Lebenslaute-Konzert vor dem Bundesinnenministerium

Lebenslaute-Konzert vor dem Bundesinnenministerium am 17. Juni 2013, phopective berlin, Umbruch Bildarchiv, Lars Dickhoff
19.06.2013

Mehr als 100 MusikerInnen des Chors und Orchesters "Lebenslaute" blockierten am 17. Juni 2013 mit gleichzeitig stattfindenden Konzerten die Zugänge zum Bundesinnnenministerium. Mitglieder der Ärzteorganisation IPPNW beteiligten sich an der Aktion. Die MitarbeiterInnen des Ministeriums konnten nur nach etlichen Umwegen und verspätet zu ihrer Arbeit gelangen. Seit 1986 macht die Musik- und Aktionsgruppe Lebenslaute mit spektakulären Aktionen, in denen sie klassische Musik mit politischem Protest und Zivilem Ungehorsam verbindet, auf sich aufmerksam. Mit ihrer jetzigen Aktion solidarisierte sich Lebenslaute mit den Forderungen eines Flüchtlingskongresses, der vom 13.-16. Juni in Berlin stattgefunden hatte.

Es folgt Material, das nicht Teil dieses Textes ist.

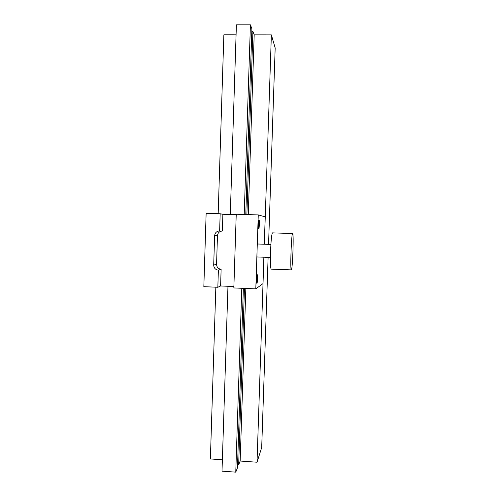 <?xml version="1.0" encoding="UTF-8"?>
<svg xmlns="http://www.w3.org/2000/svg" width="497" height="497" viewBox="0 0 497 497"><rect width="100%" height="100%" fill="white"/><g stroke="black" fill="none" stroke-linecap="round" stroke-linejoin="round"><path stroke-width="0.75" d="M236.075 34.827L223.861 34.815L218.177 213.698M215.841 287.185L210.38 458.942L222.376 459.787M244.207 214.487L250.42 24.85L236.398 24.856L230.285 214.505M227.968 286.284L222.01 471.156L235.764 472.15L237.467 467.839L243.362 288.347M241.79 288.279L235.764 472.15M250.42 24.85L251.886 28.733L245.785 214.536M251.793 31.454L252.911 31.454L246.891 214.567M237.572 464.738L238.666 464.813L240.157 461.036L257.024 462.222L261.695 447.58L268.113 257.365M244.462 288.397L238.666 464.813M252.911 31.454L254.191 34.852L248.27 214.611M245.841 288.453L240.157 461.036M254.191 34.852L271.368 34.871L264.342 244.232M263.907 257.21L257.024 462.222M271.368 34.871L275.176 47.954L268.554 244.375M256.943 283.346C257.502 283.178 257.819 274.555 257.26 274.711L257.229 274.717C256.676 274.798 256.346 283.526 256.906 283.358L256.943 283.346M258.769 228.682L258.769 228.682C259.335 228.9 259.627 219.935 259.055 220.016L259.049 220.009C258.477 219.786 258.185 228.856 258.769 228.682M255.8 288.875L233.845 287.943L236.237 214.244L258.266 214.915L255.8 288.875L262.975 283.632L263.864 257.204M258.266 214.915L265.218 216.86L264.298 244.226M219.631 230.95C216.686 231.148 215.015 232.726 214.629 235.69L213.698 265.069C213.896 268.045 215.456 269.741 218.382 270.151L217.835 287.266L203.838 286.676L206.137 213.331L220.177 213.76L219.631 230.95L222.352 231.043C219.475 231.242 217.848 232.782 217.475 235.671L216.562 264.323C216.754 267.231 218.276 268.883 221.128 269.281L220.6 285.974L233.888 286.533M220.177 213.76L222.886 214.282L222.352 231.043M221.128 269.281L218.382 270.151M217.835 287.266L220.6 285.974M222.886 214.282L236.218 214.685M292.64 233.534L272.685 232.869C270.803 231.714 269.411 270.039 271.368 269.138L291.379 269.89C292.627 269.436 293.895 232.894 292.64 233.534L292.64 233.534C291.428 232.397 290.037 270.846 291.323 269.914M217.475 235.671L214.629 235.69M216.562 264.323L213.698 265.069M256.862 256.949L270.393 257.452M257.297 243.984L270.859 244.456"/></g></svg>

Das Netzwerk „KARAWANE für die Rechte von Flüchtlingen und MigrantInnen“ und "The Voice Refugee Forum" hatten am vergangenen Wochenende ein Internationales Tribunal gegen die Bundesrepublik Deutschland veranstaltet. Dort wurde Anklage erhoben gegen die deutsche Beteiligung bei der Abschottung Europas, gegen die deutsche Abschiebepraxis und gegen das brutale Vorgehen von „Frontex“, das Tausende von Toten an den europäischen Außengrenzen zur Folge hat. Das Tribunal richtete sich außerdem gegen staatlich verordnete Schikanen wie Lagerunterbringung und Residenzpflicht sowie gegen den faktischen Ausschluss vom Arbeitsmarkt und gegen alltäglichen Rassismus.

Mit einem Flugblatt wendeten sich die Musik-AktivistInnen direkt an die MitarbeiterInnen des Bundesinnenministeriums: "Halten Sie einen Augenblick inne und denken sie über die Arbeit in diesem Haus nach. Das BMI ist verantwortlich für die Flüchtlings- und Asylpolitik und damit für Diskriminierungen und Menschenrechtsverletzungen bundesweit" ...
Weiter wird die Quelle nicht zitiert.